Keep it clean

Ever wondered what happens to industrial wastewater after it goes down the drains? EBM looks at one sewage company's approach to effluent treatment


In the old days of sewage treatment, finding out whether there had been a consent breach was a thankless task. Teams from the treatment company and the Environment Agency had to visit each site, take samples, send them for analysis then wait 10 days for the results.

Not only was it incredibly labour-intensive, it also meant slow response times leading to high levels of environmental damage. “It meant that the Agency took a lot longer to inform us that there were problems,” says Andrew Hunt, Southern Water’s environmental services manager.

Thankfully, technology has moved on. About two years ago, Southern Water developed and installed a computerised system for effluent monitoring which reduces the risk of consent breaches at 180 of its wastewater treatment works – representing over 85% of the flow from 4m customers.

How it works

All sites are equipped with specially adapted turbidity monitors. These provide online data to a 24-hour control centre and a stand-alone telemetry archive. When a breach is about to occur, the control centre sends an email alert to operators for an immediate response. The monitors sit in the final effluent chamber and measure discharge cloudiness.

A bespoke computer application analyses archived data overnight, and sends email warnings to technical personnel the next morning. The latter application, proven over the past two years, has initiated over 1,400 process queries, resulting in a significant reduction in consent breaches.

“What we are trying to guard against are any sudden problems,” says Hunt. “The system looks for any change from a nice steady trend to an increase in effluent turbidity.”

It sounds simple but a number of technical challenges had to be solved before the system ran smoothly. There were two major hurdles – the fouling of the meter optics and ascertaining the relationship between turbidity and the consented parameters, biological oxygen demand (BOD) and suspended solids (SS).

Southern Water overcame the fouling of the optics by using a combination of wipers and blasts of compressed air. It also discovered that the relationship between turbidity, SS and BOD are different at each works. With this knowledge, alarms are set at site-specific levels.

With other data such as flow rates, temperature, and ammonia and phosphate levels also stored in the telemetry archive, turbidity can be aggregated against timescales as graphs or spreadsheets, ranging from a few hours to several years, using specially created software. This allows technical staff to investigate problems and advise operational personnel on how best to maintain the works under their control.

Benefits

Aside from the reduction in labour hours, there are obvious benefits to the technology. One is the speed of response. The alarm trigger-point is set below the breach level and the early warning allows the company to respond to the changing data trends and sort the problem out before a consent is breached.

This has led to a better relationship with the Agency and Ofwat, the water industry regulator.
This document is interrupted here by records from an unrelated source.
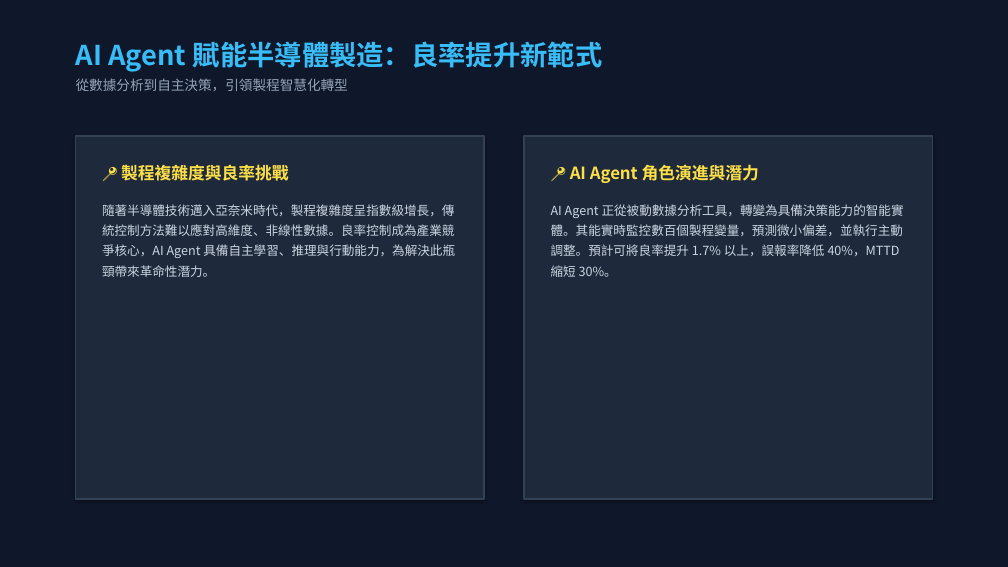
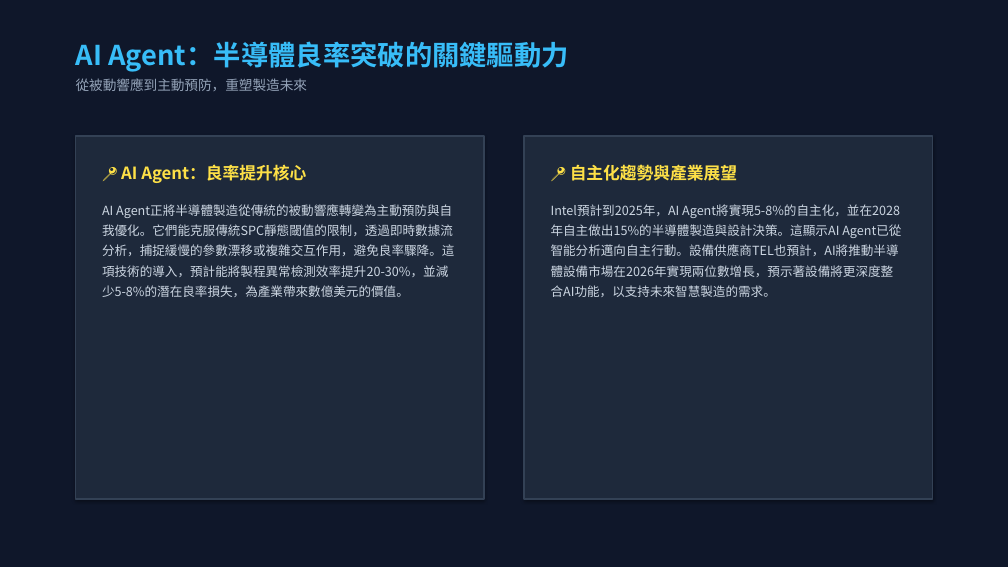
Before and after one commit to HJHuang1-lab/semiconductor-AI_report, a slide deck: slide 2 of AI_Agent_Semiconductor_Yield_Report.pptx. Drawn at 1008x567 pixels with LibreOffice and Linux fonts; fonts in the diff are those of the drawing. Boxes give left, top, right and bottom in pixels: in the first picture for what was removed or moved away, otherwise in the second. Text is boxed around its words. In the diff, an @@ line names an element or a change of style, - is before the commit and + after.

```diff
--- a/AI_Agent_Semiconductor_Yield_Report.pptx
+++ b/AI_Agent_Semiconductor_Yield_Report.pptx
@@ text at [76,41,569,91]: text changed @@
-AI Agent 賦能半導體製造：良率提升新範式
-從數據分析到自主決策，引領製程智慧化轉型
+AI Agent：半導體良率突破的關鍵驅動力
+從被動響應到主動預防，重塑製造未來
@@ text at [102,164,454,297]: text changed @@
-📍 製程複雜度與良率挑戰
-隨著半導體技術邁入亞奈米時代，製程複雜度呈指數級增長，傳統控制方法難以應對高維度、非線性數據。良率控制成為產業競爭核心，AI Agent 具備自主學習、推理與行動能力，為解決此瓶頸帶來革命性潛力。
+📍 AI Agent：良率提升核心
+AI Agent正將半導體製造從傳統的被動響應轉變為主動預防與自我優化。它們能克服傳統SPC靜態閾值的限制，透過即時數據流分析，捕捉緩慢的參數漂移或複雜交互作用，避免良率驟降。這項技術的導入，預計能將製程異常檢測效率提升20-30%，並減少5-8%的潛在良率損失，為產業帶來數億美元的價值。
@@ text at [551,165,900,297]: text changed @@
-📍 AI Agent 角色演進與潛力
-AI Agent 正從被動數據分析工具，轉變為具備決策能力的智能實體。其能實時監控數百個製程變量，預測微小偏差，並執行主動調整。預計可將良率提升 1.7% 以上，誤報率降低 40%，MTTD 縮短 30%。
+📍 自主化趨勢與產業展望
+Intel預計到2025年，AI Agent將實現5-8%的自主化，並在2028年自主做出15%的半導體製造與設計決策。這顯示AI Agent已從智能分析邁向自主行動。設備供應商TEL也預計，AI將推動半導體設備市場在2026年實現兩位數增長，預示著設備將更深度整合AI功能，以支持未來智慧製造的需求。
```
Also in this commit, not shown: 2 other slides changed, 4 slides added, 4 slides removed, 5 other files.

Ofwat, under the terms of the Water Resource Act 1991 and the Urban Wastewater Treatment Directive 2000, looks at the compliance record of the water companies over a whole year and can issue fines.

Consent breaches are now monitored daily, whereas under the old system it was only 11 or 12 times a year. “This means we can check that there is no chance that the system is going to fail when the Environment Agency turns up to take a sample,” says Hunt.

It has also allowed Southern Water to challenge some of the sample results produced by the Agency when it thinks that a mistake has been made – which can happen four or five times a year.

Maintenance costs are reduced – an annual calibration visit is usually all that is required. It also targets the attention of scientists on the sites that need the most help. Their workload is managed by the consent alarms and sites with recurring problems can easily be identified.

At a cost of between £5,000-£7,500/unit/site, Southern Water feels it has made a sound investment. The number of breaches has dropped while the number of enquiries – email warnings – has risen. “That’s exactly the relationship you would want to see and one of the main reasons for putting the system in,” Hunt says.

For customers it means they can pump away industrial sludge with confidence.